Your assignment: Output only the entries, exactly as given, without the pictures.

Data records:
=-=-=

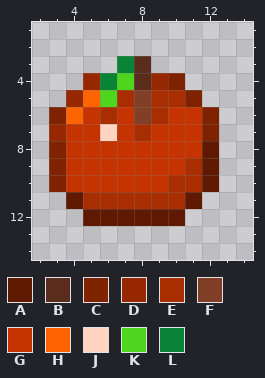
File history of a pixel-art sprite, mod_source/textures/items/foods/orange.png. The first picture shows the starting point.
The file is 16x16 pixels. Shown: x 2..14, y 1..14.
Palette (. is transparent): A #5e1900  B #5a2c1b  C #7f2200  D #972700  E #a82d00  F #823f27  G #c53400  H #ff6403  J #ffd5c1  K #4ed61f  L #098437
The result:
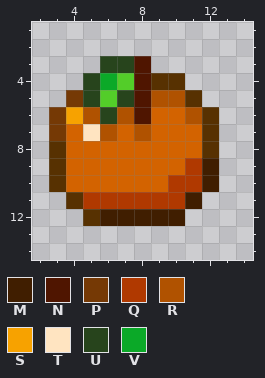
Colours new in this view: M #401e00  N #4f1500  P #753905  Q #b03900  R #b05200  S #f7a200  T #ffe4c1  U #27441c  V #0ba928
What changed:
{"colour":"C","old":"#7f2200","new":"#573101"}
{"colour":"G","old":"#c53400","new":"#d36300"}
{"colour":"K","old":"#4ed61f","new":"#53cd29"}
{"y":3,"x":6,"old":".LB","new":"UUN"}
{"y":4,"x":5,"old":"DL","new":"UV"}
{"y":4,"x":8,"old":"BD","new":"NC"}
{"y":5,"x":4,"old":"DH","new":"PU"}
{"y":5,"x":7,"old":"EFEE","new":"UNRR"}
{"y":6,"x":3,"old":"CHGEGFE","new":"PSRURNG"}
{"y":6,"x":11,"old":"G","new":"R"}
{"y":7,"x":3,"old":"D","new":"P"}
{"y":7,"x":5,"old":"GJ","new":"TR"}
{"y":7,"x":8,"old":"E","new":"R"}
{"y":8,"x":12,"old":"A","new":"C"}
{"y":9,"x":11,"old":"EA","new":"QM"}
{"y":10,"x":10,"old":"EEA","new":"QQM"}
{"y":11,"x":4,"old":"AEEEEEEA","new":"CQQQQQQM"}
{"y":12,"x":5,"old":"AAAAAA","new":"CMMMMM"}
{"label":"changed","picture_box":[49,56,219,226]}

=-=-=

Finished exercise:
File history of a pixel-art sprite, mod_source/textures/items/foods/orange.png. The first picture shows the starting point.
The file is 16x16 pixels. Shown: x 2..14, y 1..14.
Palette (. is transparent): A #5e1900  B #5a2c1b  C #7f2200  D #972700  E #a82d00  F #823f27  G #c53400  H #ff6403  J #ffd5c1  K #4ed61f  L #098437
The result:
Colours new in this view: M #401e00  N #4f1500  P #753905  Q #b03900  R #b05200  S #f7a200  T #ffe4c1  U #27441c  V #0ba928
What changed:
{"colour":"C","old":"#7f2200","new":"#573101"}
{"colour":"G","old":"#c53400","new":"#d36300"}
{"colour":"K","old":"#4ed61f","new":"#53cd29"}
{"y":3,"x":6,"old":".LB","new":"UUN"}
{"y":4,"x":5,"old":"DL","new":"UV"}
{"y":4,"x":8,"old":"BD","new":"NC"}
{"y":5,"x":4,"old":"DH","new":"PU"}
{"y":5,"x":7,"old":"EFEE","new":"UNRR"}
{"y":6,"x":3,"old":"CHGEGFE","new":"PSRURNG"}
{"y":6,"x":11,"old":"G","new":"R"}
{"y":7,"x":3,"old":"D","new":"P"}
{"y":7,"x":5,"old":"GJ","new":"TR"}
{"y":7,"x":8,"old":"E","new":"R"}
{"y":8,"x":12,"old":"A","new":"C"}
{"y":9,"x":11,"old":"EA","new":"QM"}
{"y":10,"x":10,"old":"EEA","new":"QQM"}
{"y":11,"x":4,"old":"AEEEEEEA","new":"CQQQQQQM"}
{"y":12,"x":5,"old":"AAAAAA","new":"CMMMMM"}
{"label":"changed","picture_box":[49,56,219,226]}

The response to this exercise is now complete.